## Exercise materials
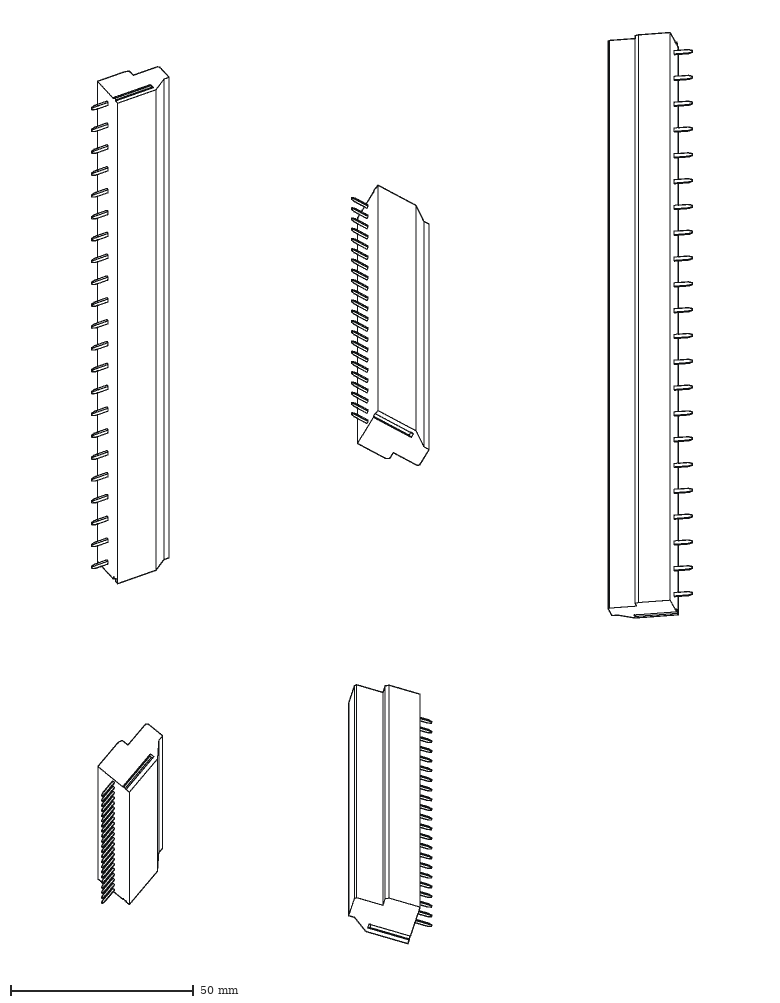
import cadquery as cq

body_width = 11.3
body_depth = 18.0
body_height = 167.5
front_depth = 10.0
step_inset = 2.5
corner_chamfer_x = 0.5
corner_chamfer_y = 1.0
rear_bevel = 0.5
slope_start = 12.1
slope_end = 16.3
slope_inset = 3.0

pin_count = 22
pin_pitch = body_height / pin_count
pin_length = 5.0
pin_width = 0.7
pin_height = 1.0
tip_length = 1.0
tip_scale = 0.5

total_height = 168.2
rib_x = 3.9
rib_width = 1.2
rib_bevel = 0.3
rib_rise = total_height - body_height
rib_length = 12.0
rib_top_length = 11.3
groove_depth = 0.8

half_width = body_width / 2


def make_housing():
    left = -half_width
    right = half_width
    step_x = left + step_inset
    outline = [
        (left, 0),
        (right, 0),
        (right, slope_start),
        (right - slope_inset, slope_end),
        (right - slope_inset, body_depth),
        (step_x + rear_bevel, body_depth),
        (step_x, body_depth - rear_bevel),
        (step_x, front_depth),
        (left + corner_chamfer_x, front_depth),
        (left, front_depth - corner_chamfer_y),
    ]
    return cq.Workplane("XY").polyline(outline).close().extrude(body_height)


def make_key(base_z, height):
    """Straight-sided key with a ramped rear end, running back from the pin face."""
    profile = [
        (0, base_z),
        (rib_length, base_z),
        (rib_top_length, base_z + height),
        (0, base_z + height),
    ]
    start_x = rib_x - rib_width / 2
    return cq.Workplane("YZ", origin=(start_x, 0, 0)).polyline(profile).close().extrude(rib_width)


def make_rib():
    """Key standing on the upper end, with its long top edges bevelled."""
    return make_key(body_height, rib_rise).edges("|Y").edges(">Z").chamfer(rib_bevel)


def make_pin(z):
    shank_length = pin_length - tip_length
    shank = cq.Workplane("XZ", origin=(0, 0, z)).rect(pin_width, pin_height).extrude(shank_length)
    tip = (
        cq.Workplane("XZ", origin=(0, -shank_length, z))
        .rect(pin_width, pin_height)
        .workplane(offset=tip_length)
        .rect(pin_width * tip_scale, pin_height * tip_scale)
        .loft()
    )
    return shank.union(tip)


result = make_housing()
result = result.union(make_rib())
result = result.cut(make_key(0, groove_depth))

first_pin_z = pin_pitch / 2
for index in range(pin_count):
    result = result.union(make_pin(first_pin_z + index * pin_pitch))

## Work instruction
Which lines run from the one containing "shank_length = pin_length - tip_length" through the end of the material? Output exactly those lines and no others.

## Written solution
    shank_length = pin_length - tip_length
    shank = cq.Workplane("XZ", origin=(0, 0, z)).rect(pin_width, pin_height).extrude(shank_length)
    tip = (
        cq.Workplane("XZ", origin=(0, -shank_length, z))
        .rect(pin_width, pin_height)
        .workplane(offset=tip_length)
        .rect(pin_width * tip_scale, pin_height * tip_scale)
        .loft()
    )
    return shank.union(tip)


result = make_housing()
result = result.union(make_rib())
result = result.cut(make_key(0, groove_depth))

first_pin_z = pin_pitch / 2
for index in range(pin_count):
    result = result.union(make_pin(first_pin_z + index * pin_pitch))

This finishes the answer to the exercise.